Der Blick auf die alljährliche Insolvenzstatistik der Wirtschaftsauskunftei Creditreform verheißt dieser Tage goldene Zeiten: Nur rund 23.800 Unternehmensinsolvenzen erwarten die Experten für 2014, 8,9 Prozent weniger als im Vorjahr. Damit erreicht die Zahl der Firmenpleiten den niedrigsten Stand seit fünfzehn Jahren.

Pleiteflaute überall? Nicht ganz. Trotz des generellen Rückgangs listen die Experten zehn „risikobehaftete Branchen“ auf, in denen es regelmäßig kracht. Das riskanteste Geschäftsfeld der deutschen Wirtschaft ist demnach der Betrieb eines Abbruchunternehmens. In keiner anderen Branche war die Pleitequote 2014 höher. Von 10.000 Unternehmen reichten 617 Insolvenzanträge ein.

Videos und Kneipen mit Problemen

Kaum weniger gefährdet sind Videotheken, Discos und private Wach- und Sicherheitsdienste. Auf jeweils 10.000 Unternehmen der Branche kamen mehr als 500 Pleiten. Ebenfalls im Creditreform-Pleite-Ranking weit oben: „Schankwirtschaften“ sowie die „getränkegeprägte Gastronomie“, Einzelhändler und Umzugstransporteure. Auch Imbissstuben und Bauunternehmen aus dem Bereich Dämmung und Isolierung finden sind auf der Liste.

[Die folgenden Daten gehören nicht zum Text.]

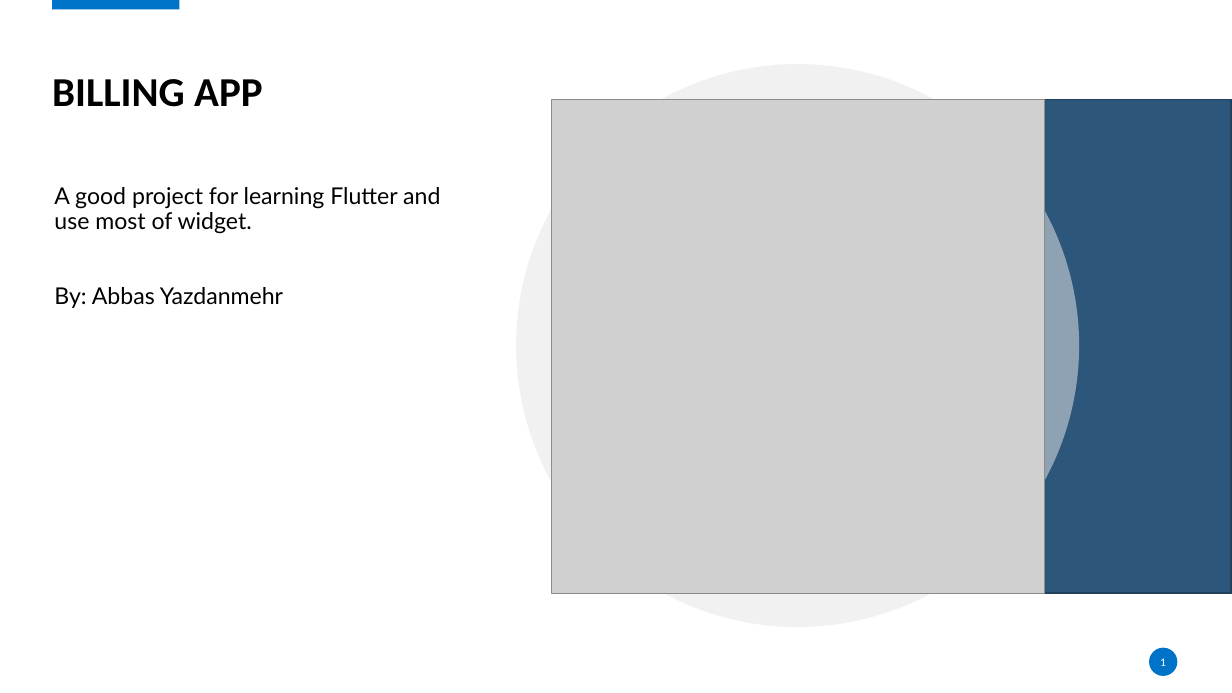
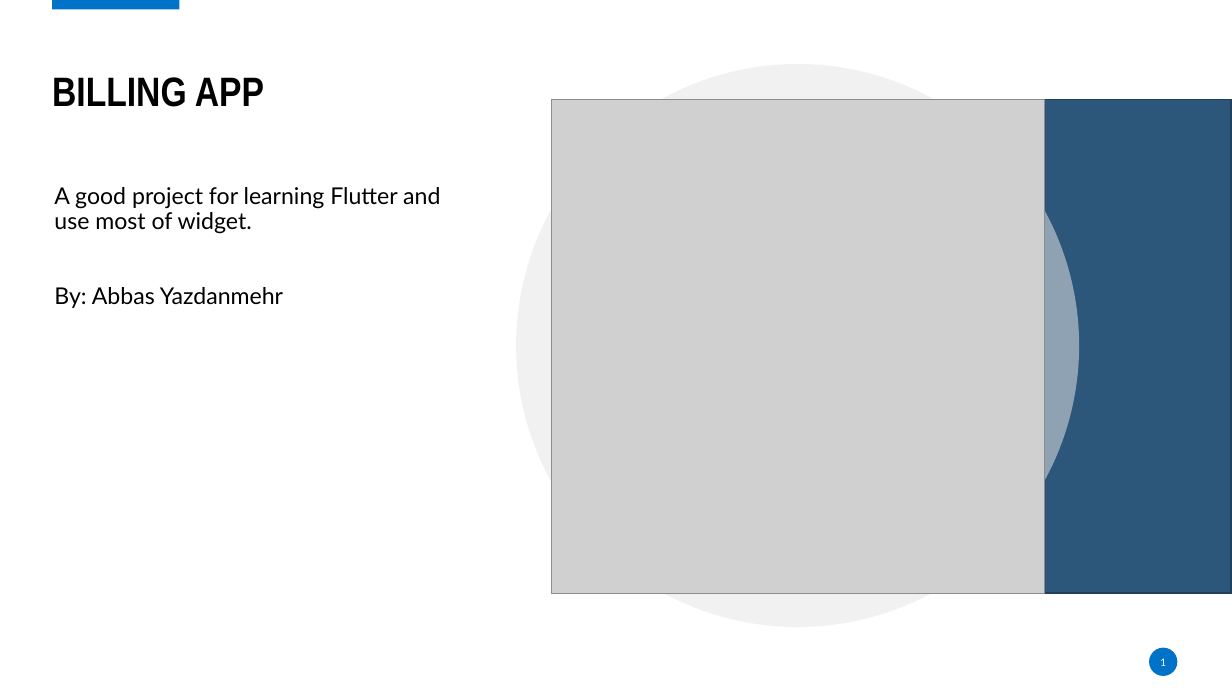
Before and after one commit to abbasyazdanmehr/billing-app-flutter, a slide deck: slide 1 of Billing app.pptx. Drawn at 1232x693 pixels with LibreOffice and Linux fonts; fonts in the diff are those of the drawing; grey boxes stand for pictures; background and template pictures are left out. Boxes give left, top, right and bottom in pixels: in the first picture for what was removed or moved away, otherwise in the second. Text is boxed around its words. In the diff, an @@ line names an element or a change of style, - is before the commit and + after.

```diff
--- a/Billing app.pptx
+++ b/Billing app.pptx
@@ title "BILLING APP" at (x1=52, y1=77, x2=264, y2=107): font Calibri to Arial Narrow @@
```
Also in this commit, not shown: 1 other slide changed, 9 slides added, 2 other files.

Abgesehen von Einsätzen in den Krisenbranchen herrschte für Insolvenzverwalter in diesem Jahr eher Kurzarbeit. Zwar legten mit dem Windkraftfinanzierer Prokon, dem Fahrradhersteller Mifa, dem Weltbild-Verlag und der Kleinkaufhauskette Strauss Innovation auch dieses Jahr eine Reihe bekannter Marken spektakuläre Pleiten hin. Doch die großen Konzerninsolvenzen vom Schlecker-, Praktiker- oder Arcandor-Format blieben bisher aus. Vielmehr war das Insolvenzgeschehen 2014 geprägt von „Kleinstinsolvenzen, also Unternehmen, in denen höchstens fünf Mitarbeiter tätig waren“, heißt es in der Creditreform-Untersuchung.

„Günstige Finanzierungsbedingungen“ und die „stabile Konjunktur“ seien dafür verantwortlich. Auch die Eigenkapitalausstattung der Unternehmen sei so hoch wie seit zehn Jahren nicht mehr.

Trotzdem bleiben die Schäden durch Insolvenzen hoch. Laut Creditreform verloren Gläubiger durch 2014 durch Pleiten insgesamt rund 26,1 Milliarden Euro. Auf private Gläubiger entfielen demnach Verluste von schätzungsweise rund 18,8 Milliarden Euro, die öffentlichen Kassen büßten 7,3 Milliarden Euro ein.